* WORK ORDER:
In the listing below, look for "phase" and copy every line that has it.

━━━━

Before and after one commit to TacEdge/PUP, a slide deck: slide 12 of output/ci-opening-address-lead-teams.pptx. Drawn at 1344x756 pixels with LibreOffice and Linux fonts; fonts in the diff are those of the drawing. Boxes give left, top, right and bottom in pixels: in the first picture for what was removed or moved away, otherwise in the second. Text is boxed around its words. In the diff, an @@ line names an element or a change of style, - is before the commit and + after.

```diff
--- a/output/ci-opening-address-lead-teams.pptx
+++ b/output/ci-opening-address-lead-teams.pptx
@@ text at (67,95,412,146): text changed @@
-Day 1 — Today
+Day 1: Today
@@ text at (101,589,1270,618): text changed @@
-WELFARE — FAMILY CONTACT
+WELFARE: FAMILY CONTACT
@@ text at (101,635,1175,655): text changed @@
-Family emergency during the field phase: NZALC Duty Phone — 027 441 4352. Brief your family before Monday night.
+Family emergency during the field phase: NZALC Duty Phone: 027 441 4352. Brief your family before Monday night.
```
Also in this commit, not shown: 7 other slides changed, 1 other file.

━━━━

* SOLVED EXERCISE:
-Family emergency during the field phase: NZALC Duty Phone — 027 441 4352. Brief your family before Monday night.
+Family emergency during the field phase: NZALC Duty Phone: 027 441 4352. Brief your family before Monday night.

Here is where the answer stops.